Une montée en puissance des contrats de début d'exercice est également souhaitable, à laquelle les guichets uniques pourraient contribuer par des actions de promotion. La mission d'information estime que ce levier incitatif est un bon moyen d'accroître l'incitation à l'installation dans les zones sous-denses.
Le contrat de début d'exercice (CDE)
Le contrat de début d'exercice (CDE) s'adresse à l'ensemble des médecins généralistes et spécialistes, exerçant depuis moins d'un an, qu'ils soient installés ou remplaçants. Par ses mesures incitatives, il facilite leur installation dans les territoires où la démographie médicale est la plus fragile.
Il résulte de la fusion depuis la fin d'année 2020 des 4 contrats « État » dans un dispositif unique, avec des conditions d'accès identiques : le contrat de praticien territorial de médecine ambulatoire (PTMA), de médecine générale (PTMG), de remplacement (PTMR) et de praticien isolé à activité saisonnière (PIAS). Il vise à sécuriser les débuts d'exercice, notamment grâce à une garantie de revenus la première année du contrat, afin de permettre aux jeunes de s'installer dans des conditions optimales et de se constituer leur patientèle.

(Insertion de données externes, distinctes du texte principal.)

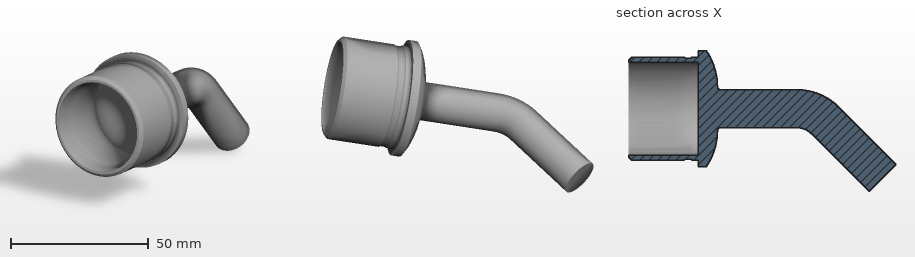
import cadquery as cq
import math

overall_length = 96.95

flange_diameter = 42.4
insert_radius = 18.8
bore_radius = 16.8
flange_front = 25.1
flange_width = 3.0
end_chamfer = 1.2

groove_start = 20.0
groove_width = 3.0
groove_depth = 0.34

dome_height = 4.2
fillet_radius = 0.9

rod_radius = 7.0
rod_bend_start = 60.9
bend_radius = 14.5
bend_angle = 45

flange_radius = flange_diameter / 2
flange_back = flange_front + flange_width
dome_top = flange_back + dome_height
dome_flat_radius = rod_radius + fillet_radius
groove_end = groove_start + groove_width


def dome_midpoint():
    """Point halfway along the dome arc, which starts square to the axis at the fillet."""
    dome_span = flange_radius - dome_flat_radius
    arc_radius = (dome_span**2 + dome_height**2) / (2 * dome_height)
    half_sweep = math.asin(dome_span / arc_radius) / 2
    radius = dome_flat_radius + arc_radius * math.sin(half_sweep)
    height = dome_top - arc_radius * (1 - math.cos(half_sweep))
    return radius, height


def make_plug():
    """Turn the insert, flange, dome and fillet; the profile is (radius, Y)."""
    fillet_offset = fillet_radius * (1 - math.cos(math.radians(45)))
    fillet_mid = (rod_radius + fillet_offset, dome_top + fillet_offset)
    groove_radius = insert_radius - groove_depth
    profile = (
        cq.Workplane("XY")
        .moveTo(0, flange_front)
        .lineTo(bore_radius, flange_front)
        .lineTo(bore_radius, 0)
        .lineTo(insert_radius - end_chamfer, 0)
        .lineTo(insert_radius, end_chamfer)
        .lineTo(insert_radius, groove_start)
        .lineTo(groove_radius, groove_start + groove_depth)
        .lineTo(groove_radius, groove_end - groove_depth)
        .lineTo(insert_radius, groove_end)
        .lineTo(insert_radius, flange_front)
        .lineTo(flange_radius, flange_front)
        .lineTo(flange_radius, flange_back)
        .threePointArc(dome_midpoint(), (dome_flat_radius, dome_top))
        .threePointArc(fillet_mid, (rod_radius, dome_top + fillet_radius))
        .lineTo(0, dome_top + fillet_radius)
        .close()
    )
    return profile.revolve(360, (0, 0, 0), (0, 1, 0))


def make_rod():
    """Sweep the round rod along +Y, then around the bend and down to its tip."""
    bend = math.radians(bend_angle)

    def bend_point(angle):
        return (
            rod_bend_start + bend_radius * math.sin(angle),
            -bend_radius * (1 - math.cos(angle)),
        )

    bend_end = bend_point(bend)
    tip_y = overall_length - rod_radius * math.sin(bend)
    tip_z = bend_end[1] - (tip_y - bend_end[0]) * math.tan(bend)
    path = (
        cq.Workplane("YZ")
        .moveTo(flange_back, 0)
        .lineTo(rod_bend_start, 0)
        .threePointArc(bend_point(bend / 2), bend_end)
        .lineTo(tip_y, tip_z)
    )
    section = cq.Workplane("XZ", origin=(0, flange_back, 0)).circle(rod_radius)
    return section.sweep(path)


result = make_plug().union(make_rod())

Le CDE garantit un revenu dont le montant est calculé en fonction des honoraires perçus et du plafond d'aide mensuel (ou trimestriel pour les remplaçants) pendant la 1 ère année d'exercice.
Source : ameli.fr.
Le CDE apporte également aux médecins signataires d'autres avantages :
- un droit aux congés maladie, équivalent à environ 70 € par jour à partir du 8 e jour d'absence, auquel s'ajoute une aide en cas de congés maternité/paternité/adoption aux médecins remplaçants, équivalent à environ 100 € par jour ;
- un accompagnement à la gestion entrepreneuriale et administrative du cabinet.
Pour la mission d'information, l'aménagement du territoire est une composante essentielle de l'attractivité médicale d'un territoire : les efforts entrepris par les collectivités territoriales pour améliorer la qualité et le cadre de vie, en favorisant notamment le développement commercial, l'implantation de services publics et l'existence de débouchés professionnels, concourent à l'installation des professionnels de santé. Les territoires actuellement les mieux dotés sont ceux qui bénéficient d'un fort pouvoir attractif par leur cadre de vie et leur offre de services primaires et de loisirs.
* 24 Soutenir le commerce en milieu rural : 43 mesures déclinées en 10 axes , rapport d'information n° 577 (2021-2022) de Bruno Belin et Serge Babary, fait au nom de la commission de l'aménagement du territoire et du développement durable et de la commission des affaires économiques - 16 mars 2022.
* 25 Décret n° 2020-268 du 17 mars 2020 relatif au contrat d'engagement de service public prévu à l'article L. 632-6 du code de l'éducation.